COLUMBUS, Ohio – Four players will return to the Lakes Golf & Country Club on Tuesday morning to compete in a playoff for three available spots into next week’s U.S. Open.
Michael Putnam, Peter Uihlein, Talor Gooch and University of Texas amateur Scottie Scheffler will face off for the remaining exemptions at 7:30 a.m.
This will be the second year Scheffler participates in a playoff in Columbus, after surviving a six-for-five scenario last year to advance to Oakmont.
Storms delayed play for two hours Monday, pushing a regulation finish past 9 p.m. and the playoff to Tuesday morning.
Twelve players managed to secure their spots in the U.S. Open field. Medalist J.T. Poston topped a group of 104 finishers at 12 under par and will now compete in his first major championship.
The 11 other qualifiers from Columbus are Jason Kokrak, Bud Cauley, Stewart Cink, Martin Laird, Keegan Bradley, Jamie Lovemark, Bryson DeChambeau, David Lingmerth, Ted Potter Jr., and C.T. Pan.
Cink, the 2009 champion golfer of the year, missed last year’s U.S. Open as his wife underwent treatment for breast cancer.
“You know, it’s been a tough thing.
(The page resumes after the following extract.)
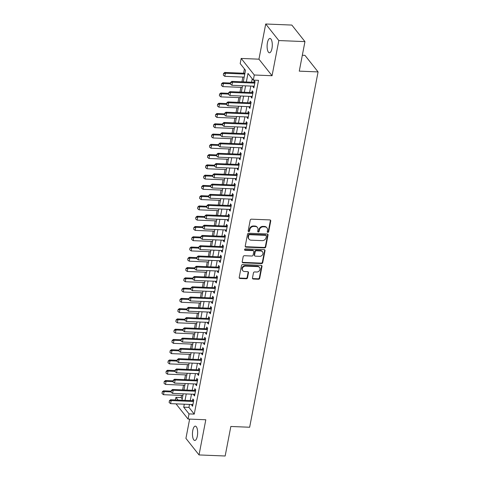 <?xml version="1.0" encoding="UTF-8"?>
<svg xmlns="http://www.w3.org/2000/svg" width="480" height="480" viewBox="0 0 480 480"><rect width="100%" height="100%" fill="white"/><g stroke="black" fill="none" stroke-linecap="round" stroke-linejoin="round"><path stroke-width="0.72" d="M267.828 232.362A0.768 0.66 141.6 0 0 268.68 231.684L270.744 220.974A1.098 0.948 141.6 0 0 269.916 219.924L251.448 219.174A1.098 0.948 141.6 0 0 250.23 220.14L248.166 230.85A0.768 0.66 141.6 0 0 249.606 230.904L249.87 229.518A3.522 3.03 141.6 0 1 253.776 226.428L255.312 226.494A3.522 3.03 141.6 0 1 257.454 227.532A3.522 3.03 141.6 0 1 257.976 229.854L257.706 231.24A0.768 0.66 141.6 0 0 259.146 231.294L259.41 229.908A3.522 3.03 141.6 0 1 263.316 226.818L264.852 226.884A3.522 3.03 141.6 0 1 266.994 227.922A3.522 3.03 141.6 0 1 267.516 230.244L267.246 231.63A0.768 0.66 141.6 0 0 267.828 232.362M267.24 231.864A0.768 0.66 141.6 0 0 268.326 231.24L270.39 220.53A1.098 0.948 141.6 0 0 270.366 220.056M248.166 231.084A0.768 0.66 141.6 0 0 249.252 230.46L249.516 229.074L249.87 229.518M257.706 231.474A0.768 0.66 141.6 0 0 258.786 230.85L259.056 229.464L259.41 229.908M197.316 436.17A7.176 2.58 -87.7 0 0 195.342 426.138A7.176 2.58 -87.7 0 0 192.78 430.446A7.176 2.58 -87.7 0 0 194.754 440.472A7.176 2.58 -87.7 0 0 197.316 436.17M271.968 48.486A7.176 2.58 -87.7 0 0 269.994 38.46A7.176 2.58 -87.7 0 0 267.432 42.762A7.176 2.58 -87.7 0 0 269.406 52.794A7.176 2.58 -87.7 0 0 271.968 48.486M252.48 277.986A1.098 0.948 141.6 0 0 253.308 279.036L258.492 279.246A1.098 0.948 141.6 0 0 259.71 278.28L262.002 266.388A1.098 0.948 141.6 0 0 261.168 265.338L242.706 264.582A1.098 0.948 141.6 0 0 241.488 265.548L239.196 277.446A1.098 0.948 141.6 0 0 240.024 278.496L246.282 278.748A1.098 0.948 141.6 0 0 247.506 277.782L248.484 272.694A1.098 0.948 141.6 0 0 247.65 271.644L244.548 271.518A2.946 2.532 141.6 0 1 242.76 270.648A2.946 2.532 141.6 0 1 242.73 267.684A2.946 2.532 141.6 0 1 245.586 266.124L257.742 266.622A2.946 2.532 141.6 0 1 259.53 267.492A2.946 2.532 141.6 0 1 259.56 270.45A2.946 2.532 141.6 0 1 256.704 272.016L254.676 271.932A1.098 0.948 141.6 0 0 253.458 272.898L252.48 277.986M189.51 404.418L188.94 407.4L194.25 414.114L189.03 413.898L188.04 419.034L176.028 403.866M304.95 41.616L278.826 40.548L265.716 24L291.84 25.068L304.95 41.616L299.268 71.142L318.072 71.91L249.648 427.242L230.838 426.474L225.156 456L199.032 454.932L205.806 419.76L188.04 419.034M265.716 24L258.948 59.172L272.052 75.726L278.826 40.548M272.052 75.726L254.292 75L253.302 80.136L247.986 73.422L246.336 81.99M194.25 414.114L258.528 80.346L253.302 80.136M264.528 247.896A1.098 0.948 141.6 0 0 265.746 246.93L268.038 235.038A1.098 0.948 141.6 0 0 267.204 233.988L248.742 233.232A1.098 0.948 141.6 0 0 247.524 234.198L245.232 246.096A1.098 0.948 141.6 0 0 246.066 247.146L264.528 247.896L264.174 247.452A1.098 0.948 141.6 0 0 265.392 246.486L267.684 234.588A1.098 0.948 141.6 0 0 267.654 234.12M265.02 250.71L262.728 262.608A1.098 0.948 141.6 0 1 261.51 263.574L243.048 262.818A1.098 0.948 141.6 0 1 242.214 261.768L243.192 256.68A1.098 0.948 141.6 0 1 244.416 255.714L251.904 256.02A1.098 0.948 141.6 0 0 253.122 255.054L253.77 251.676A1.098 0.948 141.6 0 0 252.942 250.626L245.142 250.308A0.768 0.66 141.6 0 1 245.418 248.898L264.186 249.66A1.098 0.948 141.6 0 1 265.02 250.71L264.666 250.266L262.374 262.158L262.728 262.608M189.636 419.1L185.922 438.384L199.032 454.932M253.116 86.154L252.996 86.766L253.878 87.888L255.066 81.726L254.184 80.604L253.854 82.296M251.136 96.42L251.016 97.038L251.904 98.154L253.092 91.992L252.204 90.876L251.88 92.568M249.156 106.692L249.042 107.31L249.924 108.426L251.112 102.264L250.224 101.148L249.9 102.834M247.182 116.958L247.062 117.576L247.95 118.698L249.132 112.536L248.25 111.414L247.92 113.106M245.202 127.23L245.082 127.848L245.97 128.964L247.158 122.802L246.27 121.686L245.946 123.378M243.228 137.502L243.108 138.12L243.99 139.236L245.178 133.074L244.29 131.958L243.966 133.644M241.248 147.768L241.128 148.386L242.016 149.508L243.198 143.346L242.316 142.224L241.992 143.916M239.268 158.04L239.154 158.658L240.036 159.774L241.224 153.612L240.336 152.496L240.012 154.188M237.294 168.312L237.174 168.924L238.062 170.046L239.244 163.884L238.362 162.762L238.032 164.454M235.314 178.578L235.194 179.196L236.082 180.312L237.27 174.15L236.382 173.034L236.058 174.726M233.334 188.85L233.22 189.468L234.102 190.584L235.29 184.422L234.402 183.306L234.078 184.992M231.36 199.116L231.24 199.734L232.128 200.856L233.31 194.694L232.428 193.572L232.104 195.264M229.38 209.388L229.26 210.006L230.148 211.122L231.336 204.96L230.448 203.844L230.124 205.536M227.406 219.66L227.286 220.272L228.168 221.394L229.356 215.232L228.474 214.11L228.144 215.802M225.426 229.926L225.306 230.544L226.194 231.66L227.382 225.498L226.494 224.382L226.17 226.074M223.446 240.198L223.332 240.816L224.214 241.932L225.402 235.77L224.514 234.654L224.19 236.34M221.472 250.464L221.352 251.082L222.24 252.204L223.422 246.042L222.54 244.92L222.216 246.612M219.492 260.736L219.372 261.354L220.26 262.47L221.448 256.308L220.56 255.192L220.236 256.884M217.518 271.008L217.398 271.62L218.28 272.742L219.468 266.58L218.586 265.464L218.256 267.15M215.538 281.274L215.418 281.892L216.306 283.008L217.494 276.852L216.606 275.73L216.282 277.422M213.558 291.546L213.444 292.164L214.326 293.28L215.514 287.118L214.626 286.002L214.302 287.694M211.584 301.812L211.464 302.43L212.352 303.552L213.534 297.39L212.652 296.268L212.328 297.96M209.604 312.084L209.484 312.702L210.372 313.818L211.56 307.656L210.672 306.54L210.348 308.232M207.63 322.356L207.51 322.974L208.392 324.09L209.58 317.928L208.698 316.812L208.368 318.498M205.65 332.622L205.53 333.24L206.418 334.362L207.606 328.2L206.718 327.078L206.394 328.77M203.67 342.894L203.556 343.512L204.438 344.628L205.626 338.466L204.738 337.35L204.414 339.042M201.696 353.166L201.576 353.778L202.464 354.9L203.646 348.738L202.764 347.616L202.44 349.308M199.716 363.432L199.596 364.05L200.484 365.166L201.672 359.004L200.784 357.888L200.46 359.58M197.742 373.704L197.622 374.322L198.504 375.438L199.692 369.276L198.81 368.16L198.48 369.846M195.762 383.97L195.642 384.588L196.53 385.71L197.718 379.548L196.83 378.426L196.506 380.118M193.782 394.242L193.668 394.86L194.55 395.976L195.738 389.814L194.85 388.698L194.526 390.39M252.222 78.774L251.562 82.206M250.818 86.058L249.582 92.472M248.844 96.33L247.608 102.744M246.864 106.596L245.628 113.01M244.884 116.868L243.648 123.282M242.91 127.134L241.674 133.554M240.93 137.406L239.694 143.82M238.956 147.678L237.72 154.092M236.976 157.944L235.74 164.364M234.996 168.216L233.76 174.63M233.022 178.482L231.786 184.902M231.042 188.754L229.806 195.168M229.068 199.026L227.832 205.44M227.088 209.292L225.852 215.712M225.108 219.564L223.872 225.978M223.134 229.836L221.898 236.25M221.154 240.102L219.918 246.516M219.18 250.374L217.944 256.788M217.2 260.64L215.964 267.06M215.22 270.912L213.984 277.326M213.246 281.184L212.01 287.598M211.266 291.45L210.03 297.87M209.286 301.722L208.056 308.136M207.312 311.988L206.076 318.408M205.332 322.26L204.096 328.674M203.358 332.532L202.122 338.946M201.378 342.798L200.142 349.218M199.398 353.07L198.168 359.484M197.424 363.342L196.188 369.756M195.444 373.608L194.208 380.022M193.47 383.88L192.234 390.294M191.49 394.146L190.254 400.566M191.808 404.514L191.688 405.126L192.576 406.248L193.758 400.086L192.876 398.97L192.546 400.656M244.428 68.928L243.6 73.224M242.862 77.076L241.95 81.81M240.882 87.348L239.97 92.082M238.902 97.614L237.99 102.348M236.928 107.886L236.016 112.62M234.948 118.152L234.036 122.892M232.974 128.424L232.062 133.158M230.994 138.696L230.082 143.43M229.014 148.962L228.102 153.696M227.04 159.234L226.128 163.968M225.06 169.5L224.148 174.24M223.086 179.772L222.174 184.506M221.106 190.044L220.194 194.778M219.126 200.31L218.214 205.05M217.152 210.582L216.24 215.316M215.172 220.854L214.26 225.588M213.192 231.12L212.286 235.854M211.218 241.392L210.306 246.126M209.238 251.658L208.326 256.398M207.264 261.93L206.352 266.664M205.284 272.202L204.372 276.936M203.304 282.468L202.392 287.202M201.33 292.74L200.418 297.474M199.35 303.006L198.438 307.746M197.376 313.278L196.464 318.012M195.396 323.55L194.484 328.284M193.416 333.816L192.504 338.556M191.442 344.088L190.53 348.822M189.462 354.36L188.55 359.094M187.488 364.626L186.576 369.36M185.508 374.898L184.596 379.632M183.528 385.164L182.616 389.904M181.554 395.436L181.146 397.56L182.22 398.922M318.072 71.91L304.968 55.362L302.328 55.254M175.416 399.96L175.92 397.35L178.074 400.068M181.146 397.56L175.92 397.35M243.276 81.864L245.508 70.29L240.192 63.582L241.182 58.446L254.292 75M258.948 59.172L241.182 58.446M184.29 404.202L183.714 407.19L189.03 413.898M245.592 85.842L244.356 92.262M243.618 96.114L242.382 102.528M241.638 106.386L240.402 112.8M239.664 116.652L238.428 123.072M237.684 126.924L236.448 133.338M235.704 137.19L234.468 143.61M233.73 147.462L232.494 153.876M231.75 157.734L230.514 164.148M229.776 168L228.54 174.42M227.796 178.272L226.56 184.686M225.816 188.544L224.58 194.958M223.842 198.81L222.606 205.224M221.862 209.082L220.626 215.496M219.888 219.348L218.652 225.768M217.908 229.62L216.672 236.034M215.928 239.892L214.692 246.306M213.954 250.158L212.718 256.578M211.974 260.43L210.738 266.844M209.994 270.696L208.764 277.116M208.02 280.968L206.784 287.382M206.04 291.24L204.804 297.654M204.066 301.506L202.83 307.926M202.086 311.778L200.85 318.192M200.106 322.05L198.876 328.464M198.132 332.316L196.896 338.73M196.152 342.588L194.916 349.002M194.178 352.854L192.942 359.274M192.198 363.126L190.962 369.54M190.218 373.398L188.988 379.812M188.244 383.664L187.008 390.078M186.264 393.936L185.028 400.35M181.974 400.224L183.204 393.81M183.948 389.958L185.184 383.538M185.928 379.686L187.164 373.272M187.902 369.414L189.138 363M189.882 359.148L191.118 352.734M191.862 348.876L193.092 342.462M193.836 338.61L195.072 332.19M195.816 328.338L197.052 321.924M197.79 318.066L199.026 311.652M199.77 307.8L201.006 301.38M201.75 297.528L202.98 291.114M203.724 287.262L204.96 280.842M205.704 276.99L206.94 270.576M207.678 266.718L208.914 260.304M209.658 256.452L210.894 250.032M211.638 246.18L212.868 239.766M213.612 235.908L214.848 229.494M215.592 225.642L216.828 219.228M217.566 215.37L218.802 208.956M219.546 205.104L220.782 198.684M221.526 194.832L222.762 188.418M223.5 184.56L224.736 178.146M225.48 174.294L226.716 167.874M227.454 164.022L228.69 157.608M229.434 153.756L230.67 147.336M231.414 143.484L232.65 137.07M233.388 133.212L234.624 126.798M235.368 122.946L236.604 116.526M237.342 112.674L238.578 106.26M239.322 102.402L240.558 95.988M241.302 92.136L242.538 85.722M188.94 407.4L183.714 407.19M252.996 86.766L254.088 86.814M251.016 97.038L252.108 97.08M249.042 107.31L250.134 107.352M247.062 117.576L248.154 117.624M245.082 127.848L246.174 127.89M243.108 138.12L244.2 138.162M241.128 148.386L242.22 148.434M239.154 158.658L240.246 158.7M237.174 168.924L238.266 168.972M235.194 179.196L236.286 179.238M233.22 189.468L234.312 189.51M231.24 199.734L232.332 199.782M229.26 210.006L230.358 210.048M227.286 220.272L228.378 220.32M225.306 230.544L226.398 230.586M223.332 240.816L224.424 240.858M221.352 251.082L222.444 251.13M219.372 261.354L220.47 261.396M217.398 271.62L218.49 271.668M215.418 281.892L216.51 281.94M213.444 292.164L214.536 292.206M211.464 302.43L212.556 302.478M209.484 312.702L210.582 312.744M207.51 322.974L208.602 323.016M205.53 333.24L206.622 333.288M203.556 343.512L204.648 343.554M201.576 353.778L202.668 353.826M199.596 364.05L200.688 364.092M197.622 374.322L198.714 374.364M195.642 384.588L196.734 384.636M193.668 394.86L194.76 394.902M191.688 405.126L192.78 405.174M266.994 227.922L266.634 227.472A3.522 3.03 141.6 0 0 264.498 226.434L264.852 226.884M259.056 229.464A3.522 3.03 141.6 0 1 262.962 226.374L264.498 226.434M257.454 227.532L257.1 227.082A3.522 3.03 141.6 0 0 254.958 226.044L255.312 226.494M249.516 229.074A3.522 3.03 141.6 0 1 253.422 225.984L254.958 226.044M245.256 246.564A1.098 0.948 141.6 0 0 245.712 246.696L264.174 247.452M266.388 236.088A0.768 0.66 141.6 0 0 265.806 235.35L249.6 234.69A0.768 0.66 141.6 0 0 248.748 235.368L248.466 236.826A3.522 3.03 141.6 0 0 248.988 239.148A3.522 3.03 141.6 0 0 251.124 240.186L262.2 240.642A3.522 3.03 141.6 0 0 266.106 237.552L266.388 236.088M266.274 235.578L265.92 235.134A0.768 0.66 141.6 0 0 265.452 234.906L265.806 235.35M248.988 239.148L248.634 238.704A3.522 3.03 141.6 0 1 248.112 236.382L248.388 234.918A0.768 0.66 141.6 0 1 249.246 234.246L265.452 234.906M242.238 262.236A1.098 0.948 141.6 0 0 242.688 262.374L261.156 263.124A1.098 0.948 141.6 0 0 262.374 262.158M253.608 250.95L253.254 250.506A1.098 0.948 141.6 0 0 252.588 250.176L244.788 249.858L245.142 250.308M259.674 256.338A2.946 2.532 141.6 0 0 262.524 254.772A2.946 2.532 141.6 0 0 262.5 251.814A2.946 2.532 141.6 0 0 260.712 250.944L256.428 250.77A1.098 0.948 141.6 0 0 255.21 251.736L254.556 255.114A1.098 0.948 141.6 0 0 255.39 256.158L259.674 256.338M262.5 251.814L262.146 251.364A2.946 2.532 141.6 0 0 260.358 250.494L260.712 250.944M254.718 255.834L254.364 255.39A1.098 0.948 141.6 0 1 254.202 254.664L254.856 251.286A1.098 0.948 141.6 0 1 256.074 250.32L260.358 250.494M264.666 250.266A1.098 0.948 141.6 0 0 264.636 249.798M259.53 267.492L259.176 267.042A2.946 2.532 141.6 0 0 257.388 266.172L257.742 266.622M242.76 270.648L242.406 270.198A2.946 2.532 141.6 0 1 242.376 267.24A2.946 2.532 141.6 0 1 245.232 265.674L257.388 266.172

I was not in competitive form last year. We were right in the midst of Lisa’s treatment (for cancer), and we were focused on that, so I didn’t even try to qualify. To come back this year and get through successfully, it really means a lot to me,” he told a pool reporter.
DeChambeau managed to avoid the morning playoff thanks to a 60-foot birdie putt on the 16th hole that cancelled out a closing bogey at 18 and kept him one shot clear of Tuesday return.
“It was a 60-footer,” he said. “It had to go up a little bit of a slope and then down a three percent slope. I was trying to hit it about halfway and I hit it about 5 feet too hard. It wasn’t going to go in the water but it going to go maybe six or seven feet by into the fringe.
“I was watching it, and it lipped in, and I look at it, and I went, ‘Did that really just happen?’ I didn’t do anything. I didn’t react. Everybody was just shocked.”
Bradley’s 10-under-par finish has him back in a major field after he missed this year’s Masters. His five-year major exemption for winning the 2011 PGA Championship at Atlanta Athletic Club expired last year.